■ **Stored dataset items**
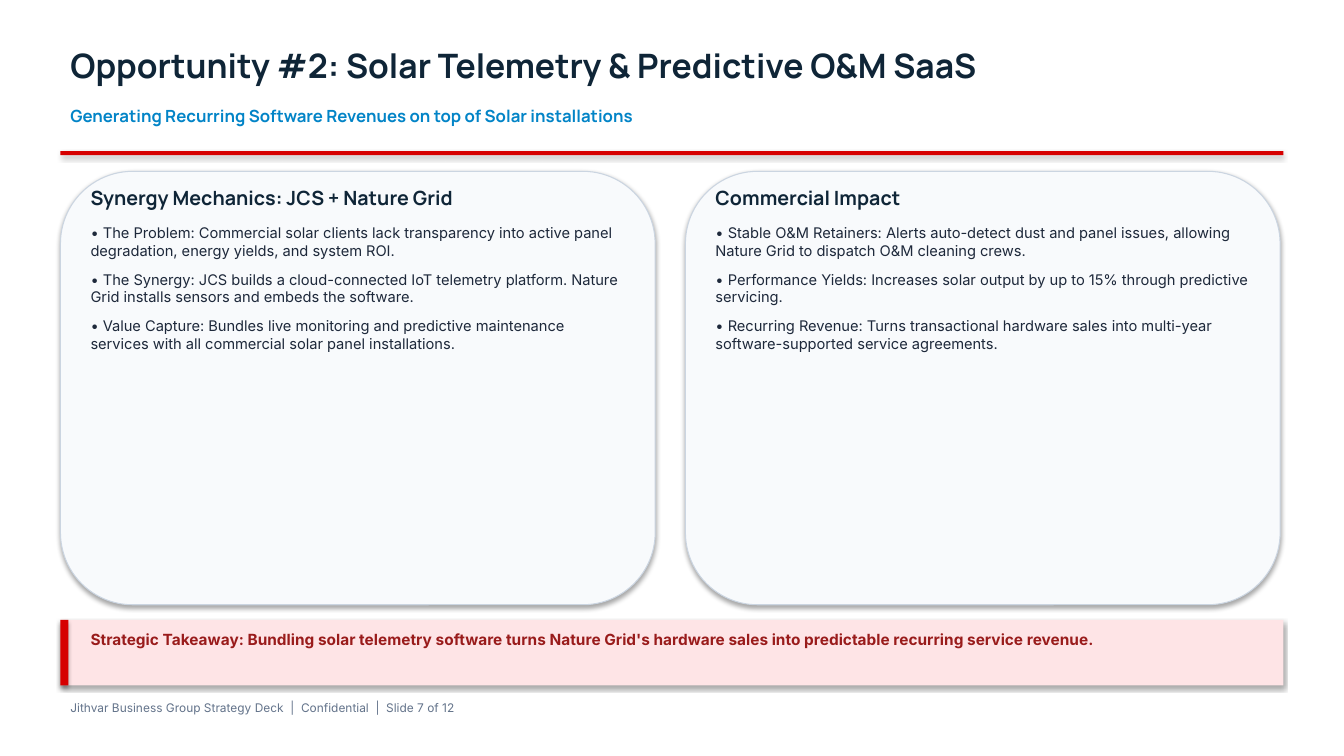
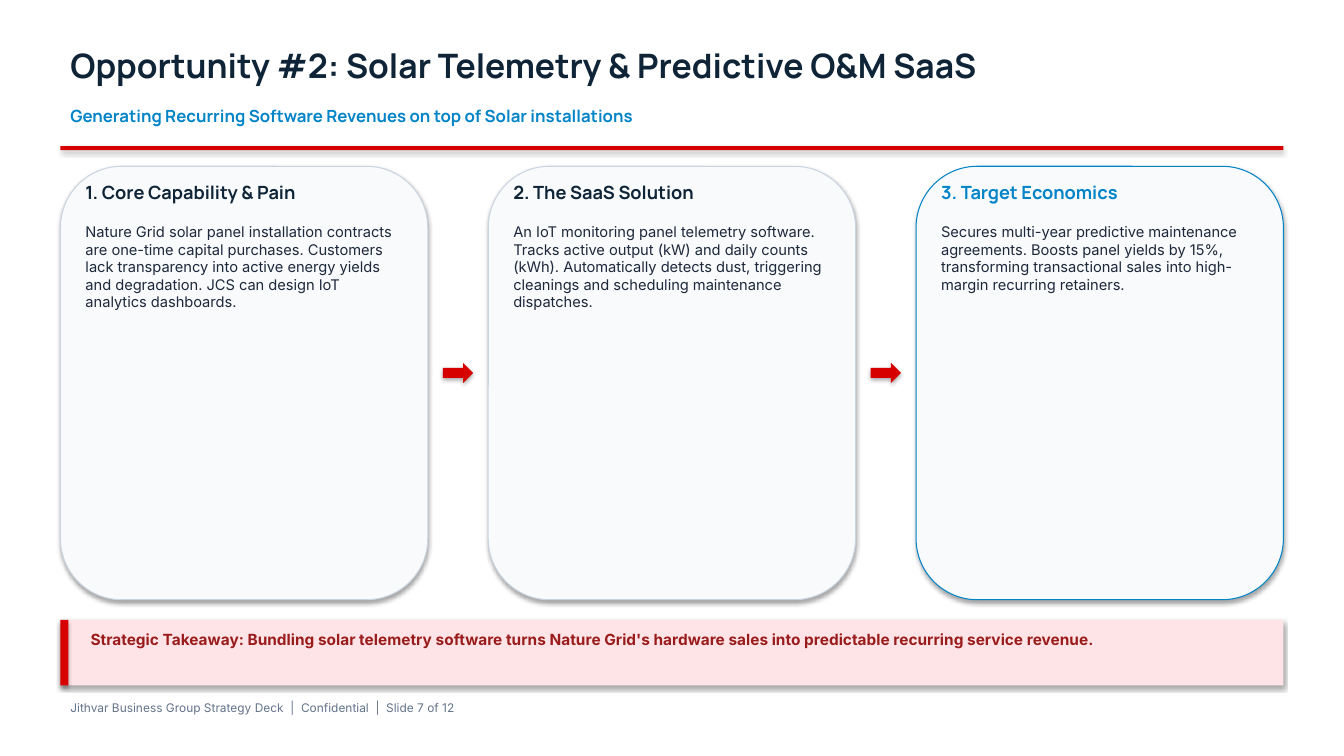
Before and after one commit to parikhniket655/JGB, a slide deck: slide 7 of documents/1_pitch_deck.pptx. Drawn at 1344x756 pixels with LibreOffice and Linux fonts; fonts in the diff are those of the drawing. Boxes give left, top, right and bottom in pixels: in the first picture for what was removed or moved away, otherwise in the second. Text is boxed around its words. In the diff, an @@ line names an element or a change of style, - is before the commit and + after.

```diff
--- a/documents/1_pitch_deck.pptx
+++ b/documents/1_pitch_deck.pptx
@@ rectangle: place and size @@
-rectangle at box(60, 151, 1284, 155)
+rectangle at box(60, 146, 1284, 150)
@@ rounded rectangle: place and size @@
-rounded rectangle at box(60, 171, 655, 605)
+rounded rectangle at box(60, 166, 427, 600)
@@ rounded rectangle: place and size @@
-rounded rectangle at box(686, 171, 1280, 605)
+rounded rectangle at box(488, 166, 855, 600)
@@ rounded rectangle added at box(917, 166, 1284, 600), fill #F8FAFC, outline #0284C7 0.75 pt @@
@@ text added at box(85, 185, 392, 310), 10.5 pt, text #1E293B @@
+1. Core Capability & Pain
+Nature Grid solar panel installation contracts are one-time capital purchases. Customers lack transparency into active energy yields and degradation. JCS can design IoT analytics dashboards.
@@ text removed at box(91, 190, 617, 352) @@
-Synergy Mechanics: JCS + Nature Grid
-• The Problem: Commercial solar clients lack transparency into active panel degradation, energy yields, and system ROI.
-• The Synergy: JCS builds a cloud-connected IoT telemetry platform. Nature Grid installs sensors and embeds the software.
-• Value Capture: Bundles live monitoring and predictive maintenance services with all commercial solar panel installations.
@@ text added at box(513, 185, 822, 310), 10.5 pt, text #1E293B @@
+2. The SaaS Solution
+An IoT monitoring panel telemetry software. Tracks active output (kW) and daily counts (kWh). Automatically detects dust, triggering cleanings and scheduling maintenance dispatches.
@@ text removed at box(715, 190, 1248, 352) @@
-Commercial Impact
-• Stable O&M Retainers: Alerts auto-detect dust and panel issues, allowing Nature Grid to dispatch O&M cleaning crews.
-• Performance Yields: Increases solar output by up to 15% through predictive servicing.
-• Recurring Revenue: Turns transactional hardware sales into multi-year software-supported service agreements.
@@ text added at box(941, 185, 1237, 293), 10.5 pt, text #1E293B @@
+3. Target Economics
+Secures multi-year predictive maintenance agreements. Boosts panel yields by 15%, transforming transactional sales into high-margin recurring retainers.
@@ right arrow added at box(443, 363, 473, 383), fill #D60000 @@
@@ right arrow added at box(871, 363, 901, 383), fill #D60000 @@
```
Also in this commit, not shown: 11 other slides changed, 1 other file.

■ **Exercise requirements**
Give every record again exactly, apart from the pictures, which stay out.

■ **Task result**
Before and after one commit to parikhniket655/JGB, a slide deck: slide 7 of documents/1_pitch_deck.pptx. Drawn at 1344x756 pixels with LibreOffice and Linux fonts; fonts in the diff are those of the drawing. Boxes give left, top, right and bottom in pixels: in the first picture for what was removed or moved away, otherwise in the second. Text is boxed around its words. In the diff, an @@ line names an element or a change of style, - is before the commit and + after.

```diff
--- a/documents/1_pitch_deck.pptx
+++ b/documents/1_pitch_deck.pptx
@@ rectangle: place and size @@
-rectangle at box(60, 151, 1284, 155)
+rectangle at box(60, 146, 1284, 150)
@@ rounded rectangle: place and size @@
-rounded rectangle at box(60, 171, 655, 605)
+rounded rectangle at box(60, 166, 427, 600)
@@ rounded rectangle: place and size @@
-rounded rectangle at box(686, 171, 1280, 605)
+rounded rectangle at box(488, 166, 855, 600)
@@ rounded rectangle added at box(917, 166, 1284, 600), fill #F8FAFC, outline #0284C7 0.75 pt @@
@@ text added at box(85, 185, 392, 310), 10.5 pt, text #1E293B @@
+1. Core Capability & Pain
+Nature Grid solar panel installation contracts are one-time capital purchases. Customers lack transparency into active energy yields and degradation. JCS can design IoT analytics dashboards.
@@ text removed at box(91, 190, 617, 352) @@
-Synergy Mechanics: JCS + Nature Grid
-• The Problem: Commercial solar clients lack transparency into active panel degradation, energy yields, and system ROI.
-• The Synergy: JCS builds a cloud-connected IoT telemetry platform. Nature Grid installs sensors and embeds the software.
-• Value Capture: Bundles live monitoring and predictive maintenance services with all commercial solar panel installations.
@@ text added at box(513, 185, 822, 310), 10.5 pt, text #1E293B @@
+2. The SaaS Solution
+An IoT monitoring panel telemetry software. Tracks active output (kW) and daily counts (kWh). Automatically detects dust, triggering cleanings and scheduling maintenance dispatches.
@@ text removed at box(715, 190, 1248, 352) @@
-Commercial Impact
-• Stable O&M Retainers: Alerts auto-detect dust and panel issues, allowing Nature Grid to dispatch O&M cleaning crews.
-• Performance Yields: Increases solar output by up to 15% through predictive servicing.
-• Recurring Revenue: Turns transactional hardware sales into multi-year software-supported service agreements.
@@ text added at box(941, 185, 1237, 293), 10.5 pt, text #1E293B @@
+3. Target Economics
+Secures multi-year predictive maintenance agreements. Boosts panel yields by 15%, transforming transactional sales into high-margin recurring retainers.
@@ right arrow added at box(443, 363, 473, 383), fill #D60000 @@
@@ right arrow added at box(871, 363, 901, 383), fill #D60000 @@
```
Also in this commit, not shown: 11 other slides changed, 1 other file.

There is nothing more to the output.